§ What the task requires:
Write out the stretch of lines below that begins at the line with "RAIL_HOLE_COUNT = 5" and ends at the line with "TOP_HOLE_DIAMETER = 3.5", including both, exactly as given and nothing more.

§ Data entries:
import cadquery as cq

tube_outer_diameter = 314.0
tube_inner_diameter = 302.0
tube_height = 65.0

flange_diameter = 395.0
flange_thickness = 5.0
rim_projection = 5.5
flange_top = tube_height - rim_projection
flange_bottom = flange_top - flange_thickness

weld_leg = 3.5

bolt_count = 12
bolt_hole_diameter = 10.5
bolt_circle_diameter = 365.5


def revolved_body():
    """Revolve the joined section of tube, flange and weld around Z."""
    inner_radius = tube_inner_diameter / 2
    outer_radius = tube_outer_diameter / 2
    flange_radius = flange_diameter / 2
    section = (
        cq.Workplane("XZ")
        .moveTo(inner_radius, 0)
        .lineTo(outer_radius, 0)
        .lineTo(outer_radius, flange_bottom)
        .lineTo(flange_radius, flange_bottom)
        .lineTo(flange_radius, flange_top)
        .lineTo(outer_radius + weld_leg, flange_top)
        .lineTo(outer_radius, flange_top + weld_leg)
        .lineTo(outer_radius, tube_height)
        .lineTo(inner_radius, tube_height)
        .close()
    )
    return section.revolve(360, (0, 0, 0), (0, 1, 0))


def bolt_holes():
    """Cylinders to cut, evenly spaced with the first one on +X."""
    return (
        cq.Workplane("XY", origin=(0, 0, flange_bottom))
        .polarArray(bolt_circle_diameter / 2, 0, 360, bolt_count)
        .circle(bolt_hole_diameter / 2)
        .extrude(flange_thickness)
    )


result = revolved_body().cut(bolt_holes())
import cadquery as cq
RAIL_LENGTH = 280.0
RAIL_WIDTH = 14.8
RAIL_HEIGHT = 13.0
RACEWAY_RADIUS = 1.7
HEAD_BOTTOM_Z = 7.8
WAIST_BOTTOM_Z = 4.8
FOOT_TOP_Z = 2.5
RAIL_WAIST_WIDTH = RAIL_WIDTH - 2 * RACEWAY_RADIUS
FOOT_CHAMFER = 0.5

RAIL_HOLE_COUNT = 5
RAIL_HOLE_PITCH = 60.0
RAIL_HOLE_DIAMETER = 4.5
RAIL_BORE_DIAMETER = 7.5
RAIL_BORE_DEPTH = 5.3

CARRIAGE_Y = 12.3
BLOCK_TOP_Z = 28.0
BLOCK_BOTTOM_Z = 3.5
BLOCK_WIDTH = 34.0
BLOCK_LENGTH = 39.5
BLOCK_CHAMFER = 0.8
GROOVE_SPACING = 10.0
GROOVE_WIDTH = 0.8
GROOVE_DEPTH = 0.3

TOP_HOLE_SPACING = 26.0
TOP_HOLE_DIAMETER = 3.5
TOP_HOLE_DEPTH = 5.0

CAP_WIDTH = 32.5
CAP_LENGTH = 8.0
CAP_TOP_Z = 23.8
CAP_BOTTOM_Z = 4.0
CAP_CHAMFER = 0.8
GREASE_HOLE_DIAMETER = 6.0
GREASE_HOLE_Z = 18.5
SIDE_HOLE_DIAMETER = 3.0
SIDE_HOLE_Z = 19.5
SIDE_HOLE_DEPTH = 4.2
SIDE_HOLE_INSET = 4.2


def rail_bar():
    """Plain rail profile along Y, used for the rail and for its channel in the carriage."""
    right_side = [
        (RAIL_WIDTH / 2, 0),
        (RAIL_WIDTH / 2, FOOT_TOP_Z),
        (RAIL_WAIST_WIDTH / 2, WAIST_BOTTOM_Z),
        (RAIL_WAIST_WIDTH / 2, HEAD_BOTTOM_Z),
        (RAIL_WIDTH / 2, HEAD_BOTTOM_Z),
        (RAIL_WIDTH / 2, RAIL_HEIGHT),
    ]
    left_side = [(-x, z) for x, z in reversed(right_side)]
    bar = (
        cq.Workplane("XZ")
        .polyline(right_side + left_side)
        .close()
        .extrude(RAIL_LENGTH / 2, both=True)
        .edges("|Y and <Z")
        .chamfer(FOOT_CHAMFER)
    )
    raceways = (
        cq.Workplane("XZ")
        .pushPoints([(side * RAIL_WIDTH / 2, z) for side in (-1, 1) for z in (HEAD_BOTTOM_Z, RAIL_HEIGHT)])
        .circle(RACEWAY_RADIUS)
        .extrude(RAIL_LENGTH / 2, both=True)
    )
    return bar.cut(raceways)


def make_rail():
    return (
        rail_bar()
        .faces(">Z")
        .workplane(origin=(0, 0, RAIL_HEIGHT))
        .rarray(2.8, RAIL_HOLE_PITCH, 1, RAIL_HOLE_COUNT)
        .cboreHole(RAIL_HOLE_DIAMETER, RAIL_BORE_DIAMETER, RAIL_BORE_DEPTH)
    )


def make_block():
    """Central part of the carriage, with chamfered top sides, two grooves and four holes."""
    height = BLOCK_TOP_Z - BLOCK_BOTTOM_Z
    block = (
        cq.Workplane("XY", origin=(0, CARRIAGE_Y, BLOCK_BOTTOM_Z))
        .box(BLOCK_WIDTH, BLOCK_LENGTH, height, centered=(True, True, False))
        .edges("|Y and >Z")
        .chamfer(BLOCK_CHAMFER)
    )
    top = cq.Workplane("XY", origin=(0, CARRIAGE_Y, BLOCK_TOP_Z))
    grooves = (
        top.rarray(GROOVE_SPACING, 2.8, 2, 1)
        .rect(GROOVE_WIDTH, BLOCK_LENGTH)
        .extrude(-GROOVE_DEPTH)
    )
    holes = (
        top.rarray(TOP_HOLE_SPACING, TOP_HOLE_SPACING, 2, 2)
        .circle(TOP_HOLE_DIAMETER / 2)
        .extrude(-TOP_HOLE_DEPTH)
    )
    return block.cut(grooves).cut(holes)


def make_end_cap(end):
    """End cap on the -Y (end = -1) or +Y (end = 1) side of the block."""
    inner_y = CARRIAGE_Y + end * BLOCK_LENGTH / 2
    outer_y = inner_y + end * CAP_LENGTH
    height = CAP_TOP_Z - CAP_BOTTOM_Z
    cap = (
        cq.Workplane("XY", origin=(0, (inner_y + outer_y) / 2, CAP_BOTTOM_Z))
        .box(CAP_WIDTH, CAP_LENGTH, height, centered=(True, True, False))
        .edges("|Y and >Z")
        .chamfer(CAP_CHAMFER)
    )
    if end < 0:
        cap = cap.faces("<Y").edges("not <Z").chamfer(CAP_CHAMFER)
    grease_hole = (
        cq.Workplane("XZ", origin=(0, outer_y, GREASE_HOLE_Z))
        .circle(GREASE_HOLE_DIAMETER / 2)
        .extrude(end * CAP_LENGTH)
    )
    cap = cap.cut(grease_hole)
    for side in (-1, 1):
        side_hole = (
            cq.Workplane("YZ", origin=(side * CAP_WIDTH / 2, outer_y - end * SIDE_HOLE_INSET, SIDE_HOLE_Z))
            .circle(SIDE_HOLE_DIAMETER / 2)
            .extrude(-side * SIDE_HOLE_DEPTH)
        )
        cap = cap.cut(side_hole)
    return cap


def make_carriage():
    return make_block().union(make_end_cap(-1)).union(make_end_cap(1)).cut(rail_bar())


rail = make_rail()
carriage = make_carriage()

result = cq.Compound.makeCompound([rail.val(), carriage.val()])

§ Problem solution:
RAIL_HOLE_COUNT = 5
RAIL_HOLE_PITCH = 60.0
RAIL_HOLE_DIAMETER = 4.5
RAIL_BORE_DIAMETER = 7.5
RAIL_BORE_DEPTH = 5.3

CARRIAGE_Y = 12.3
BLOCK_TOP_Z = 28.0
BLOCK_BOTTOM_Z = 3.5
BLOCK_WIDTH = 34.0
BLOCK_LENGTH = 39.5
BLOCK_CHAMFER = 0.8
GROOVE_SPACING = 10.0
GROOVE_WIDTH = 0.8
GROOVE_DEPTH = 0.3

TOP_HOLE_SPACING = 26.0
TOP_HOLE_DIAMETER = 3.5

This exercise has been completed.